# Goodbye Smoke on the Beach



## Captain Morgan (Aug 9, 2008)

There will no longer be a spring event in Myrtle Beach.
The Shriners are joining with the SCBA to hold the
cancelled Q Cup in the spring in Hilton Head.

Very sad news for me, as I think back on all the great
times I've had at this event...all the people who've
gotten together for such a good time.


----------



## wittdog (Aug 9, 2008)

That is bad new Cappy


----------



## Diva Q (Aug 9, 2008)

Very sorry to read this.


----------



## Kloset BBQR (Aug 9, 2008)

Sorry to hear that Cappy!  Were the spring and summer events related in any way in terms of a cumulative point champion for the two events like the Arkansas Smoke on the Water contests are?

If I'm reading your post correctly it sounds like another event that was formerly discontinued will take its place and will be run by the same group (shriners) and just sanctioned by a different body.  Is that correct?


----------



## Griff (Aug 9, 2008)

Bummer Cap'n.


----------



## Puff1 (Aug 10, 2008)

That sucks Jim.


----------



## LarryWolfe (Aug 10, 2008)

Son of a bitch!  That really really sucks!  That event was not only for a GREAT CAUSE but was also the place I met many many LIFE LONG Friends.  This is a sad day.


----------



## BigGQ (Aug 10, 2008)

Known about it for several weeks now. Was not in a rush to spread bad news. Figured it would be heard soon enough. I agree...it does suck.

That is the forth SC contest that has canceled this year. And the bad thing is I have a feeling there will be a couple more cancellations.

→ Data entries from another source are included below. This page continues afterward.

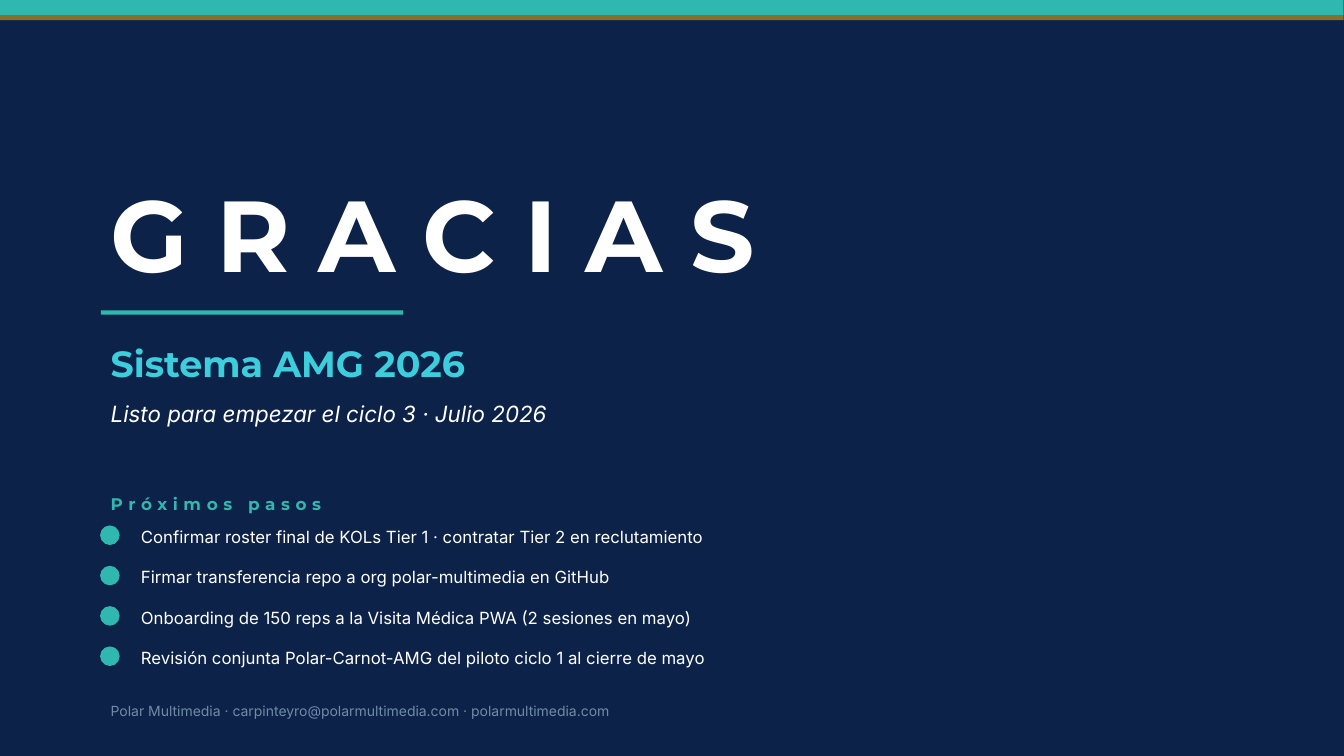
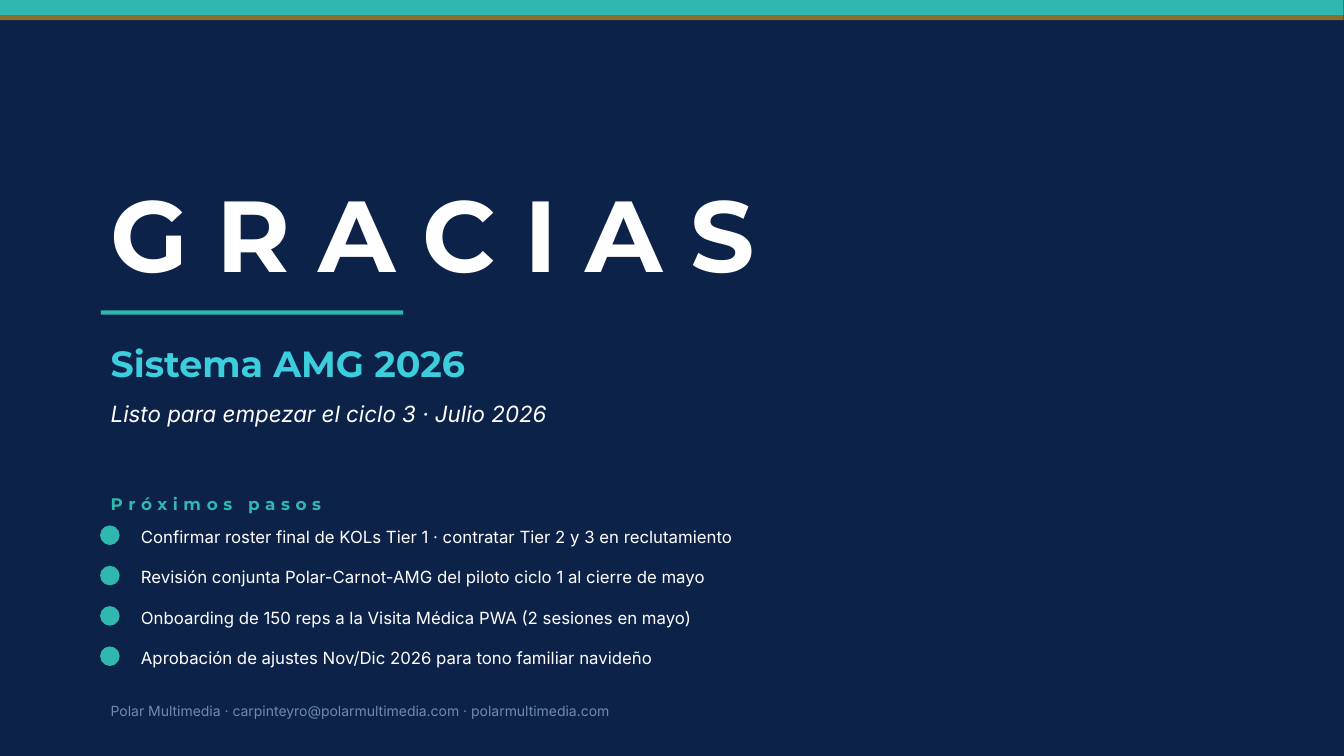
Before and after one commit to polar-multimedia/amg-pylori-hub, a slide deck: slide 21 of Pitch_Ejecutivo_AMG_2026.pptx. Drawn at 1344x756 pixels with LibreOffice and Linux fonts; fonts in the diff are those of the drawing. Boxes give left, top, right and bottom in pixels: in the first picture for what was removed or moved away, otherwise in the second. Text is boxed around its words. In the diff, an @@ line names an element or a change of style, - is before the commit and + after.

Commit message:
Deploy AMG ecosystem · 2026-04-24 13:18
- Portal público (home, artículos, detección, para-médicos)
- Hub de revisión sistema_piezas_AMG_Hub.html con sidebar Dreamweaver
- Visita Médica PWA (visita-medica-amg/) — 3 ciclos + 4 interactivos offline
- Corpus visual HUB_AMG_PYLORI/ (brand_amg + brand_kicab)
- Documentos ejecutivos (.docx maestro, .xlsx métricas, .pptx pitch)

Firebase RTDB sync: polar-amg-hub-2026 (compartido entre hub y VM)
Org: polar-multimedia · github.com/polar-multimedia/amg-pylori-hub

```diff
--- a/Pitch_Ejecutivo_AMG_2026.pptx
+++ b/Pitch_Ejecutivo_AMG_2026.pptx
@@ text at (141,530,732,547): text changed @@
-Confirmar roster final de KOLs Tier 1 · contratar Tier 2 en reclutamiento
+Confirmar roster final de KOLs Tier 1 · contratar Tier 2 y 3 en reclutamiento
@@ text "Revisión conjunta Polar-Carnot-AMG del piloto ...": place and size @@
-text "Revisión conjunta Polar-Carnot-AMG del piloto ..." at (141,651,705,668)
+text "Revisión conjunta Polar-Carnot-AMG del piloto ..." at (141,570,705,587)
@@ text removed at (141,570,610,587) @@
-Firmar transferencia repo a org polar-multimedia en GitHub
@@ text added at (141,651,652,668), 12 pt, text #FFFFFF @@
+Aprobación de ajustes Nov/Dic 2026 para tono familiar navideño
```
Also in this commit, not shown: 8 other slides changed, 1 slide added, 1 slide removed, 1 other file.

Rough times.


----------



## Captain Morgan (Aug 10, 2008)

Why Garland...gas prices?  lack of cooker participation?
I thought things were going so well.


----------



## Captain Morgan (Aug 10, 2008)

Kloset BBQR said:
			
		

> Sorry to hear that Cappy!  Were the spring and summer events related in any way in terms of a cumulative point champion for the two events like the Arkansas Smoke on the Water contests are?
> 
> If I'm reading your post correctly it sounds like another event that was formerly discontinued will take its place and will be run by the same group (shriners) and just sanctioned by a different body.  Is that correct?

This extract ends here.